• [ABOUT THIS TASK] The full listing, excluding its pictures, should be printed exactly as it stands.

☆ ☆ ☆ ☆

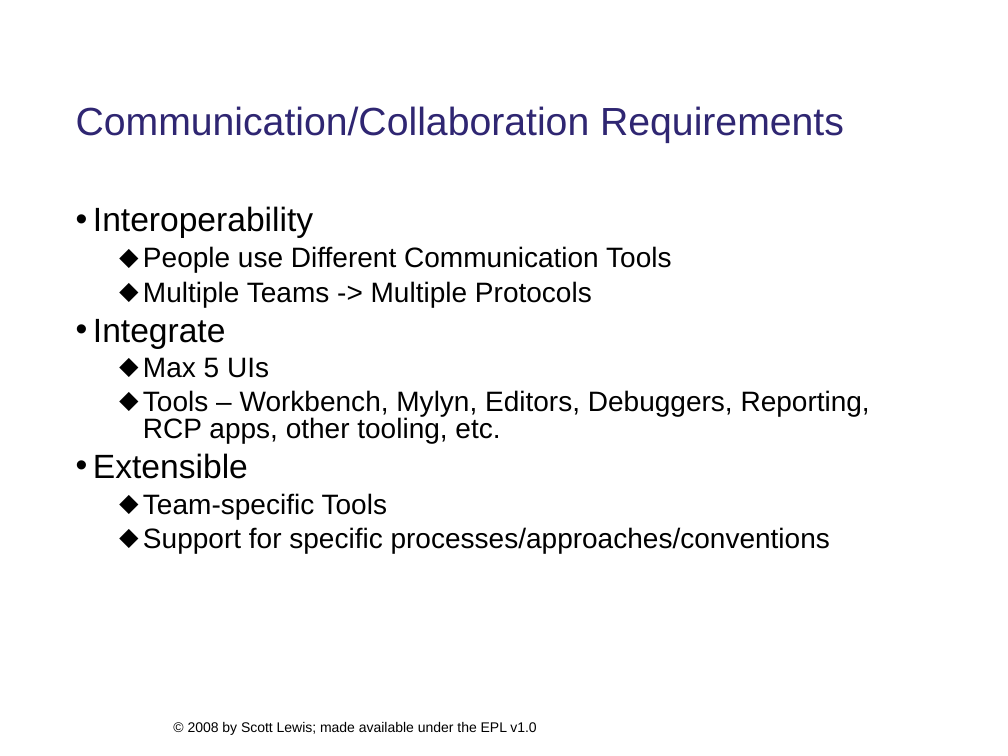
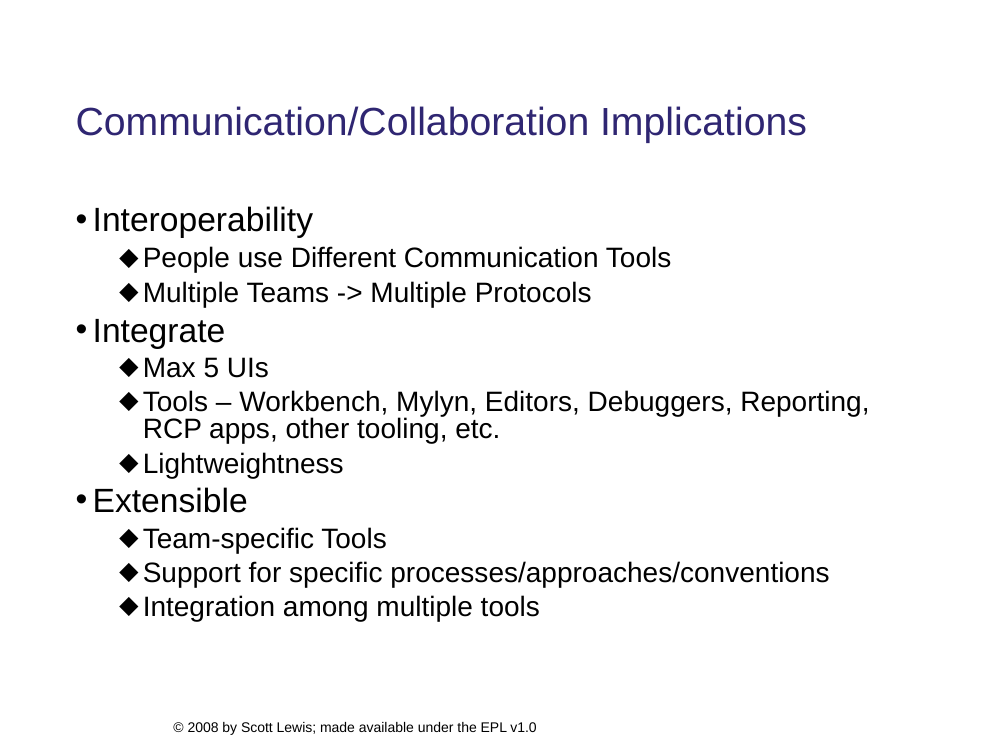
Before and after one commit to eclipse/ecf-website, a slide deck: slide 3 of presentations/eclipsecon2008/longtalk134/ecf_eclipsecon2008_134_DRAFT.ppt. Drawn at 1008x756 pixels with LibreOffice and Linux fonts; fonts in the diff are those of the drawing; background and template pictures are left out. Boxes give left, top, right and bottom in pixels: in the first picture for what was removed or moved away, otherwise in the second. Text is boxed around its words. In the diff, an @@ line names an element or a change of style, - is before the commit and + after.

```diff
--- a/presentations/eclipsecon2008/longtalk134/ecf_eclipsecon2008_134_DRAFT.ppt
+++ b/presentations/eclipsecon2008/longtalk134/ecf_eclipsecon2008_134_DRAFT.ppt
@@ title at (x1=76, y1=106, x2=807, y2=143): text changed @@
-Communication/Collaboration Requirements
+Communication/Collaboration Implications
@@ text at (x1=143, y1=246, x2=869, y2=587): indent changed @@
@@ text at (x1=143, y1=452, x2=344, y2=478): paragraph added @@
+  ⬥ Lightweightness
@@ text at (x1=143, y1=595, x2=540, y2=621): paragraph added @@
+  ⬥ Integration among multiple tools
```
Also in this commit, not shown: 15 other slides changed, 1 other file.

☆ ☆ ☆ ☆

• [YOUR SOLUTION]
Before and after one commit to eclipse/ecf-website, a slide deck: slide 3 of presentations/eclipsecon2008/longtalk134/ecf_eclipsecon2008_134_DRAFT.ppt. Drawn at 1008x756 pixels with LibreOffice and Linux fonts; fonts in the diff are those of the drawing; background and template pictures are left out. Boxes give left, top, right and bottom in pixels: in the first picture for what was removed or moved away, otherwise in the second. Text is boxed around its words. In the diff, an @@ line names an element or a change of style, - is before the commit and + after.

```diff
--- a/presentations/eclipsecon2008/longtalk134/ecf_eclipsecon2008_134_DRAFT.ppt
+++ b/presentations/eclipsecon2008/longtalk134/ecf_eclipsecon2008_134_DRAFT.ppt
@@ title at (x1=76, y1=106, x2=807, y2=143): text changed @@
-Communication/Collaboration Requirements
+Communication/Collaboration Implications
@@ text at (x1=143, y1=246, x2=869, y2=587): indent changed @@
@@ text at (x1=143, y1=452, x2=344, y2=478): paragraph added @@
+  ⬥ Lightweightness
@@ text at (x1=143, y1=595, x2=540, y2=621): paragraph added @@
+  ⬥ Integration among multiple tools
```
Also in this commit, not shown: 15 other slides changed, 1 other file.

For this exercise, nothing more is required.